Re: "file type" support Jonathan S. Shapiro (shap@eros-os.org)
Wed, 12 Apr 2000 10:10:14 -0400

I have actually given this some thought. :-)

First, I agree that a text file should be checked out in a fashion appropriate to the client system. This means that newline conventions should be updated. It also means that for purposes of computing the hash there must be a canonical representation of text file newlines. The file need not actually be stored that way.

My initial thought was to have the user agent mark which files are text and convert all text files to UNIX conventions on checkin, and to client conventions on checkout, computing the hash in terms of the UNIX conventions. Generally, my experience is that files with line endings preserved arise only when dealing with non-native files (e.g. the info file for CD-ROM autorun that I built for the last SOSP, which needed to be in DOS format in spite of the fact that I was working on a UNIX system). My current view is that such files are best treated as binary files.

You definitely want to be able to override things.

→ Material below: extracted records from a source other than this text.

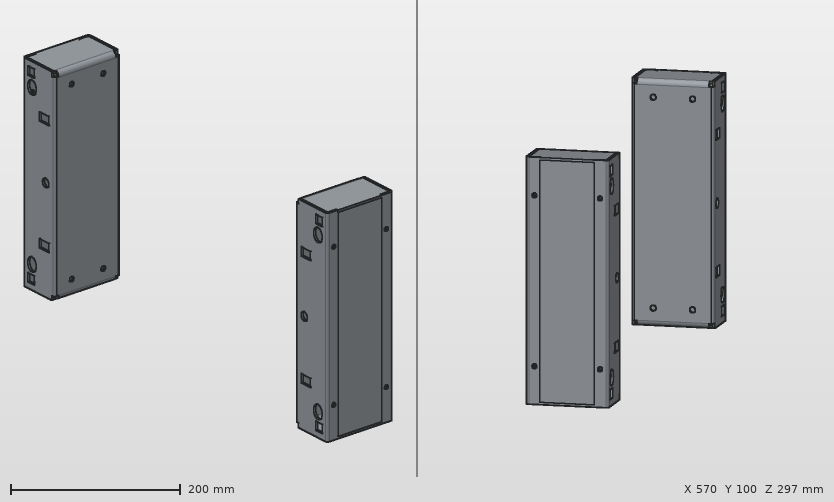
import cadquery as cq

span = 570.0
depth = 100.0
height = 297.0

width = 59.0
sheet = 3.0
side_bend = 3.5
end_bend = 7.0
seam = 0.3
lip_width = 17.0

relief_x = 5.0
relief_y = 6.0
relief_z = 6.0

lip_hole = 5.5
panel_hole = 4.0
screw_y = 40.0
screw_z = 102.5

web_hole = 7.0
web_hole_y = 24.0
web_hole_z = 126.5

square = 12.0
square_x = 15.5
square_end = 14.0
oval_width = 16.0
oval_height = 19.5
oval_x = 17.0
oval_end = 33.5
slot_width = 17.5
slot_height = 12.0
slot_x = 40.0
slot_end = 66.0
centre_hole = 12.0
centre_hole_x = 43.0

lip_x = -span / 2
web_x = lip_x + width
half_y = depth / 2
half_z = height / 2
mouth_y = half_y - lip_width
end_y = half_y - sheet - seam


def block(x_range, y_range, z_range):
    """Box between two limits along each axis."""
    (x0, x1), (y0, y1), (z0, z1) = x_range, y_range, z_range
    return cq.Workplane("XY").box(x1 - x0, y1 - y0, z1 - z0, centered=False).translate((x0, y0, z0))


def centred_block(x_range, y, z):
    """Box that reaches from -y to y and from -z to z."""
    return block(x_range, (-y, y), (-z, z))


def mirrored_copies(corner):
    """The given +Y, +Z corner solid and its copies in the other three corners."""
    pair = corner.union(corner.mirror("XZ"))
    return pair.union(pair.mirror("XY"))


def four_holes(x, y, z, diameter):
    """Cutters along X at the four points (+-y, +-z)."""
    points = [(sy * y, sz * z) for sy in (-1, 1) for sz in (-1, 1)]
    return (
        cq.Workplane("YZ", origin=(x, 0, 0))
        .pushPoints(points)
        .circle(diameter / 2)
        .extrude(2 * sheet, both=True)
    )


def folded_section():
    """Web, front and back walls and lips, bent from one sheet, with the end bends' profile at the web."""
    outside = centred_block((lip_x, web_x), half_y, half_z).edges("|Z").fillet(side_bend)
    inside = centred_block((lip_x + sheet, web_x - sheet), half_y - sheet, half_z)
    inside = inside.edges("|Z").fillet(side_bend - sheet)
    mouth = centred_block((lip_x, lip_x + sheet), mouth_y, half_z)
    profile = centred_block((lip_x, web_x), half_y, half_z).edges("|Y and >X").fillet(end_bend)
    return outside.cut(inside).cut(mouth).intersect(profile)


def end_flanges():
    """Top and bottom flanges bent from the web, notched around the lips."""
    outside = centred_block((lip_x, web_x), end_y, half_z).edges("|Y and >X").fillet(end_bend)
    inside = centred_block((lip_x, web_x - sheet), end_y, half_z - sheet)
    inside = inside.edges("|Y and >X").fillet(end_bend - sheet)
    lip_notch = block((lip_x, lip_x + sheet + seam), (mouth_y, half_y), (half_z - sheet, half_z))
    return outside.cut(inside).cut(mirrored_copies(lip_notch))


def corner_reliefs():
    corner = block(
        (web_x - relief_x, web_x),
        (half_y - relief_y, half_y),
        (half_z - relief_z, half_z),
    )
    return mirrored_copies(corner)


def wall_openings():
    """Cutters along Y through both walls."""

    def at(x, z):
        return cq.Workplane("XZ", origin=(lip_x + x, 0, z))

    profiles = [at(centre_hole_x, 0).circle(centre_hole / 2)]
    for side in (-1, 1):
        profiles += [
            at(square_x, side * (half_z - square_end)).rect(square, square),
            at(oval_x, side * (half_z - oval_end)).ellipse(oval_width / 2, oval_height / 2),
            at(slot_x, side * (half_z - slot_end)).rect(slot_width, slot_height),
        ]
    cutters = [profile.extrude(half_y, both=True).val() for profile in profiles]
    return cq.Workplane("XY").newObject([cq.Compound.makeCompound(cutters)])


def make_channel():
    channel = folded_section().union(end_flanges())
    channel = channel.cut(corner_reliefs()).cut(wall_openings())
    channel = channel.cut(four_holes(lip_x, screw_y, screw_z, lip_hole))
    return channel.cut(four_holes(web_x, web_hole_y, web_hole_z, web_hole))


def make_panel():
    """Cover panel: flush with the lips in the middle, with wings that lie behind them."""
    panel_z = half_z - sheet
    middle = centred_block((lip_x, lip_x + 2 * sheet), mouth_y, panel_z)
    wings = centred_block((lip_x + sheet, lip_x + 2 * sheet), half_y - side_bend, panel_z)
    return middle.union(wings).cut(four_holes(lip_x + sheet, screw_y, screw_z, panel_hole))


bodies = []
for body in (make_channel(), make_panel()):
    bodies += [body.val(), body.mirror("YZ").val()]

result = cq.Compound.makeCompound(bodies)

After some thought, though, I concluded that this view wasn't ideal. The notions of "text" and "binary" are useful human conventions (and one we should support), but for the purposes of the CM system what we are really trying to do is specify the input transformer rule and the output transformer rule. That is, we are specifying a filter program. In the limit, I want to be able to write filter programs in Scheme and specify an arbitrary filter. This divorces keyword expansion from any particular CM system policy about keywords, for example. Under this model, if you change the transformer rule, you really are changing the content in the repository (even if the bytes are accidentally the same), so a new checkin is appropriate.

The current configuration file captures:

(fs-name, true name, type,...)

where type is currently one of 't' or 'b', but will eventually become the name of a scheme code entity.

shap



From: "Justin Mason" <jm@jmason.org>
To: "Bill Frantz" <frantz@netcom.com>
Cc: "Jonathan S. Shapiro" <shap@eros-os.org>; "DCMS List" <dcms-dev@eros-os.org>
Sent: Wednesday, April 12, 2000 7:27 AM
Subject: "file type" support

>
> Bill Frantz said:
>
> > Unfortunately, for source files we must fact up to the line end issue.
(I
> > deeply wish one system had won. Even the one I most dislike.) My
> > suggestion is to define a canonical line ending convention, and convert
all
> > incoming source files to that convention.
> >
> > There may be a need to support binary files as well. An example might
be
> > project files for some of the popular IDEs.
>
> Definitely! Also images, etc.
>
> Note that some projects may require so-called "text" files, but with the
> line-endings preserved; so being able to specify a file as being of type
> text or binary would be beneficial, without any CMS file-identification
> heuristics getting in the way. Being able to re-designate an existing file
> as being a different type would be good too, but I suppose a delete op
> following by an add -t type op would be acceptable.
>
> There will probably be more required types of course, as this discussion
> goes on. I can think of one other useful one, used by Perforce to support
> RCS-style $Id$ tags; Perforce uses a default file-format type of "text"
> which will not interpolate these tags, and is faster as a result; then
> "ktext", which will, and is obviously slightly slower.
>
> It also uses a file type to represent if the file should be executable or
> not (which IMHO sounds like a workaround requiring another layer of
> metadata in their system ;), and a file type for a symlink (first time
> I've seen a CMS that allows check-ins of symbolic links!). Also, it has 2
> file types for binary files, one of which is stored compressed in the
> repository, the other uncompressed (for already-compressed binaries),
> which is a nice tweak.
>
> Their binary format does not handle deltas. The entire binary file for
> each rev is stored in the repository.
>
>
> BTW, on another issue: regarding encryption of repository files -- would
> it be possible to simply allow optional encryption of the on-disk
> representation? Then, if the synchronize/commit/label operations, and
> other ops that require network traffic, are able to be used over an ssh
> tunnel, you've got a reasonably secure system without too much work being
> involved, and you won't have crypto throughout the code, just in the file
> IO code.
>
> BBTW being able to run the network aspects over an ssh tunnel will greatly
> simplify the usability of it too IMHO.
>
> --j.
>
>
>